*** GIVEN RECORDS Section Begins ***

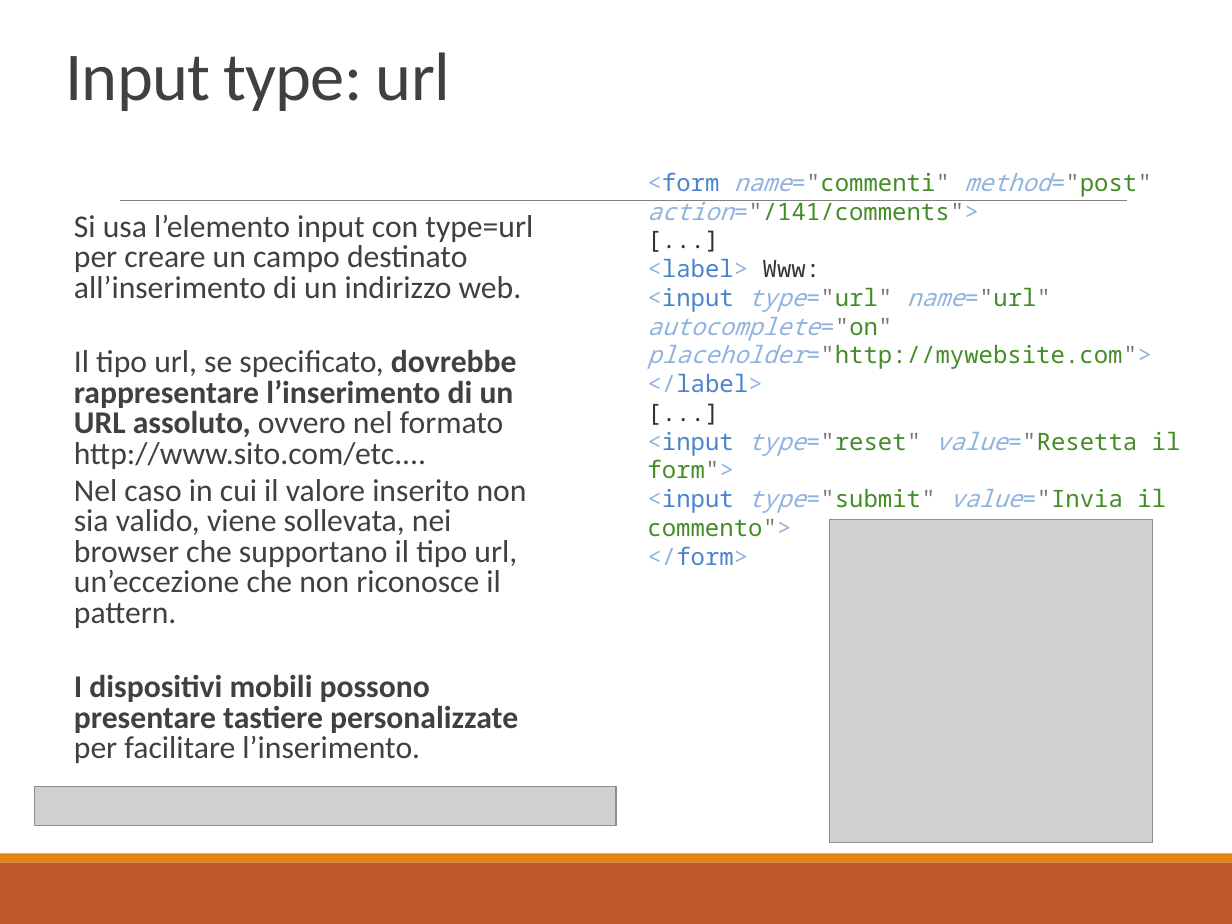
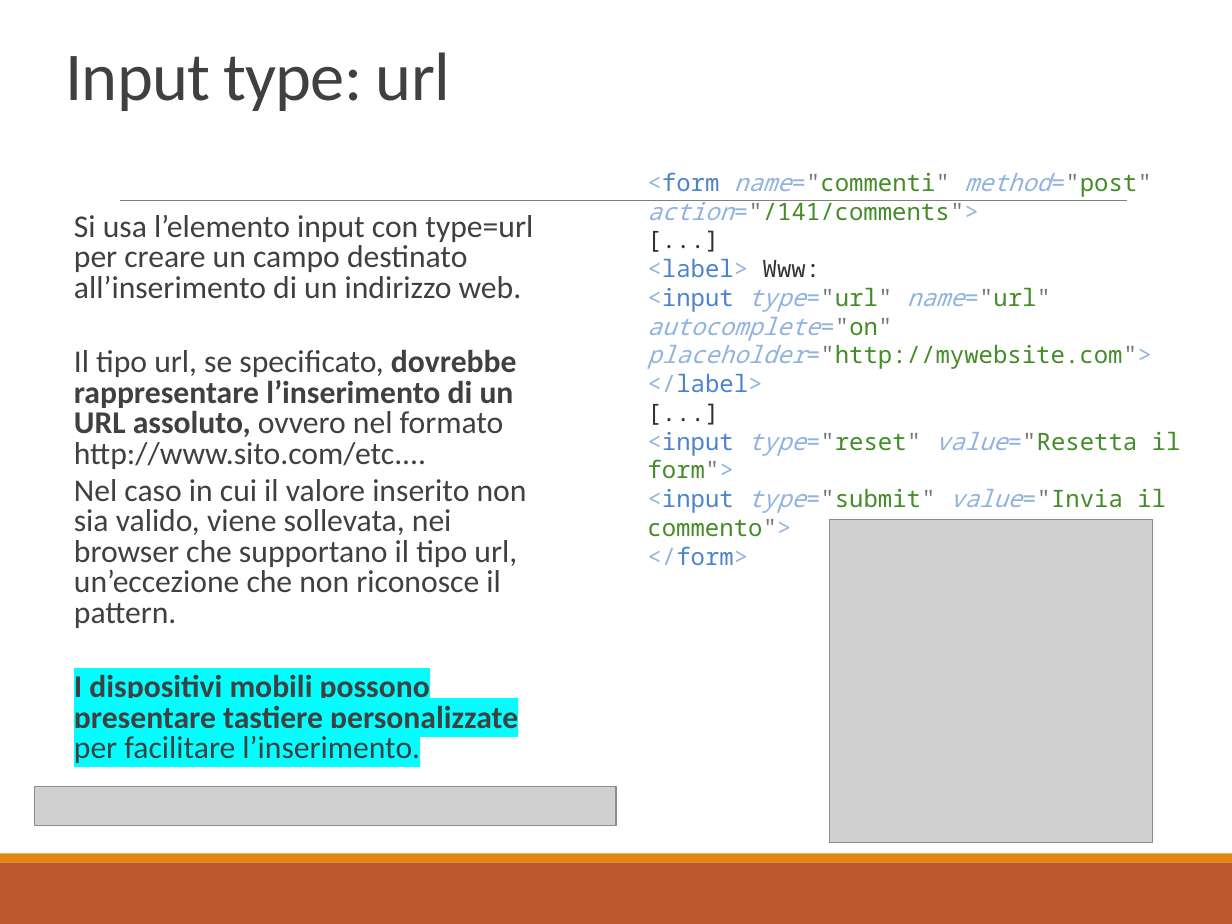
Before and after one commit to docentemaurocasadei/corso-fondamenti-web, a slide deck: slide 107 of dispense/HTML5.pptx. Drawn at 1232x924 pixels with LibreOffice and Linux fonts; fonts in the diff are those of the drawing; grey boxes stand for pictures. Boxes give left, top, right and bottom in pixels: in the first picture for what was removed or moved away, otherwise in the second. Text is boxed around its words. In the diff, an @@ line names an element or a change of style, - is before the commit and + after.

```diff
--- a/dispense/HTML5.pptx
+++ b/dispense/HTML5.pptx
@@ text at (74, 674, 518, 763): highlight none to #00FFFF in "I dispositivi mobili possono presentare tastiere personalizz ..." @@
```
Also in this commit, not shown: 10 other slides changed.

*** GIVEN RECORDS Section Ends ***

TASK OBJECTIVE = Print every entry exactly as written, without the pictures.

ANSWER TO THE PROBLEM =
Before and after one commit to docentemaurocasadei/corso-fondamenti-web, a slide deck: slide 107 of dispense/HTML5.pptx. Drawn at 1232x924 pixels with LibreOffice and Linux fonts; fonts in the diff are those of the drawing; grey boxes stand for pictures. Boxes give left, top, right and bottom in pixels: in the first picture for what was removed or moved away, otherwise in the second. Text is boxed around its words. In the diff, an @@ line names an element or a change of style, - is before the commit and + after.

```diff
--- a/dispense/HTML5.pptx
+++ b/dispense/HTML5.pptx
@@ text at (74, 674, 518, 763): highlight none to #00FFFF in "I dispositivi mobili possono presentare tastiere personalizz ..." @@
```
Also in this commit, not shown: 10 other slides changed.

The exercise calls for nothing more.